Cryptocoryne sp striolata from Sungai Rimbas (Sungai means river) in the general area of Betong (Sarawak, Borneo). This plant is grown emersed and had been sending out spathes but never a rhizome. Please click on the link to view the slideshow.

http://s544.photobucket.com/user/CrispinoRamos/slideshow/Cryptocoryne striolata Rimbas River?sort=3


----------



## AaronT (Apr 26, 2004)

Very pretty pattern on the leaves.


----------



## denske (Jul 28, 2013)

Wow Cris, that crypt is amazing. Good job, what substrate is that?


----------



## Crispino Ramos (Mar 21, 2008)

AaronT said:


> Very pretty pattern on the leaves.


Thanks, Aaron - I also think the tiger stripes across the leaves are very pretty and cool.


----------



## Crispino Ramos (Mar 21, 2008)

denske said:


> Wow Cris, that crypt is amazing. Good job, what substrate is that?


Thanks, denske - I had this happily growing submerged in a tank and moved it in the emersed tank so I could see it flower. It recovered from the sudden change of environment, lucky me. The substrate is Amazonia aquasoil regular (black color) - I use RO water to mist the emersed tank.


----------



## Crispino Ramos (Mar 21, 2008)

The Cryptocoryne striolata 'Rimbas River' has a new spathe.

http://s544.photobucket.com/user/Cr...e striolata Rimbas River 4-9-14?sort=3&page=1


----------



## Yo-han (Oct 15, 2010)

You got any pictures from when you kept it submersed?

Did you collect this one yourself?
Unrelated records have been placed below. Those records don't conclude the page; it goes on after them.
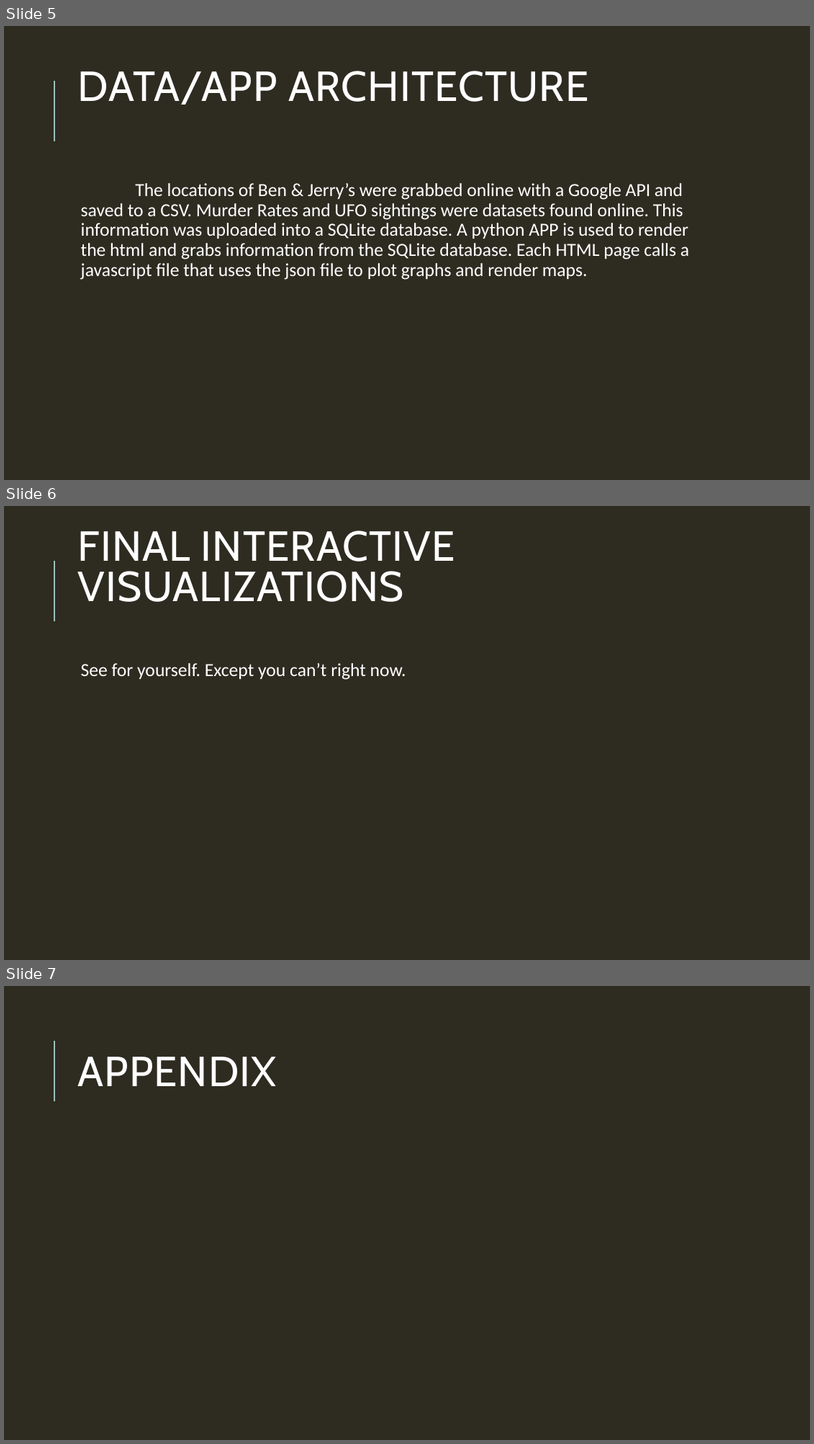
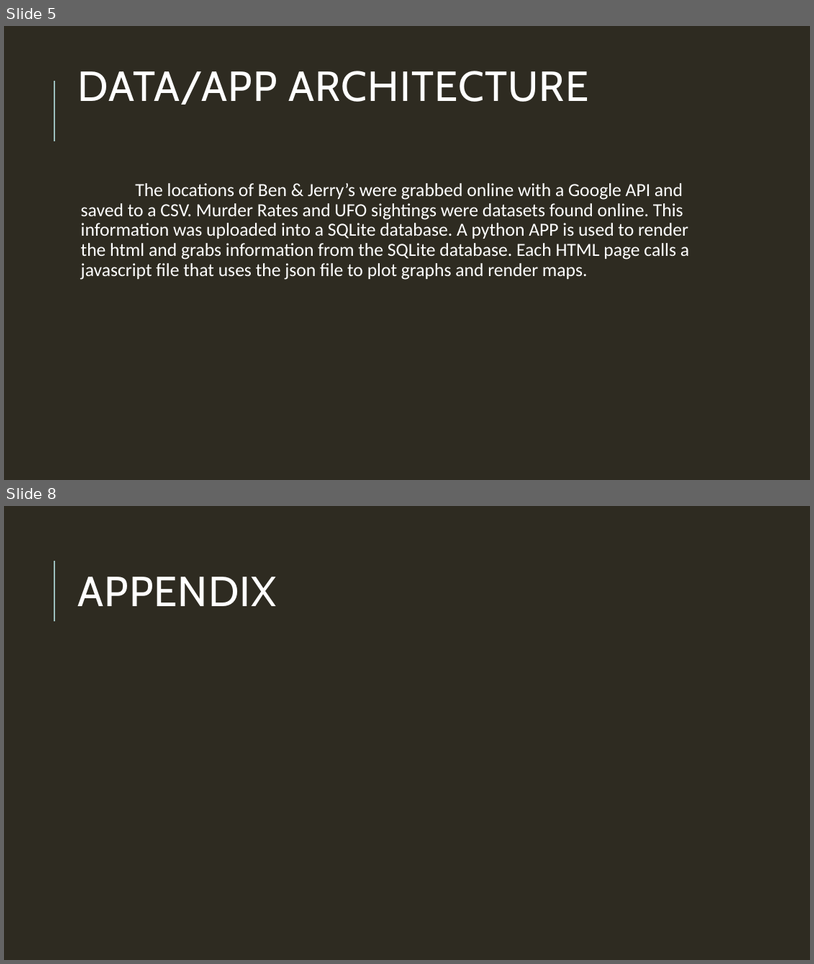
Before and after one commit to Agrattendick/GroupProject2, a slide deck: Ben & Jerry’s Random Comparisons.pptx. Shown one above the other, each under a label of ours: slides 5, 6 and 7 before the commit, slides 5 and 8 after it; the slides between them are not shown. The pictures are 814x1444 and 814x964 pixels, drawn with LibreOffice and Linux fonts; fonts in the diff are those of the drawing. Boxes give left, top, right and bottom in pixels: in the first picture for what was removed or moved away, otherwise in the second. Text is boxed around its words. In the diff, an @@ line names an element or a change of style, - is before the commit and + after.

```diff
--- a/Ben & Jerry’s Random Comparisons.pptx
+++ b/Ben & Jerry’s Random Comparisons.pptx
@@ slide 6 removed at (4,506,810,960), background #2E2B21; not listed: 1 template element that a slide beside it also shows @@
@@ title removed at (77,530,455,602) @@
-FINAL INTERACTIVE VISUALIZATIONS
@@ text removed at (81,663,406,680) @@
-  See for yourself. Except you can’t right now.
@@ what was slide 7 is now slide 8 @@
```
Also in this commit, not shown: 2 slides added.

Or do you know the exact location?


----------



## h4n (Dec 23, 2005)

Very nice!!

Ya did it look the same submerged?


----------



## Crispino Ramos (Mar 21, 2008)

Yo-han said:


> You got any pictures from when you kept it submersed?
> 
> Did you collect this one yourself? Or do you know the exact location?


I have pictures of it growing submersed. My trusted seller knows the exact source where he harvested it.

Thanks for the interesting questions.


----------



## Crispino Ramos (Mar 21, 2008)

h4n said:


> Very nice!!
> 
> Ya did it look the same submerged?


Thanks, I'm glad you find it very nice.

It looked the same when growing submersed but it did not flower.


----------



## h4n (Dec 23, 2005)

Oh very nice!!


----------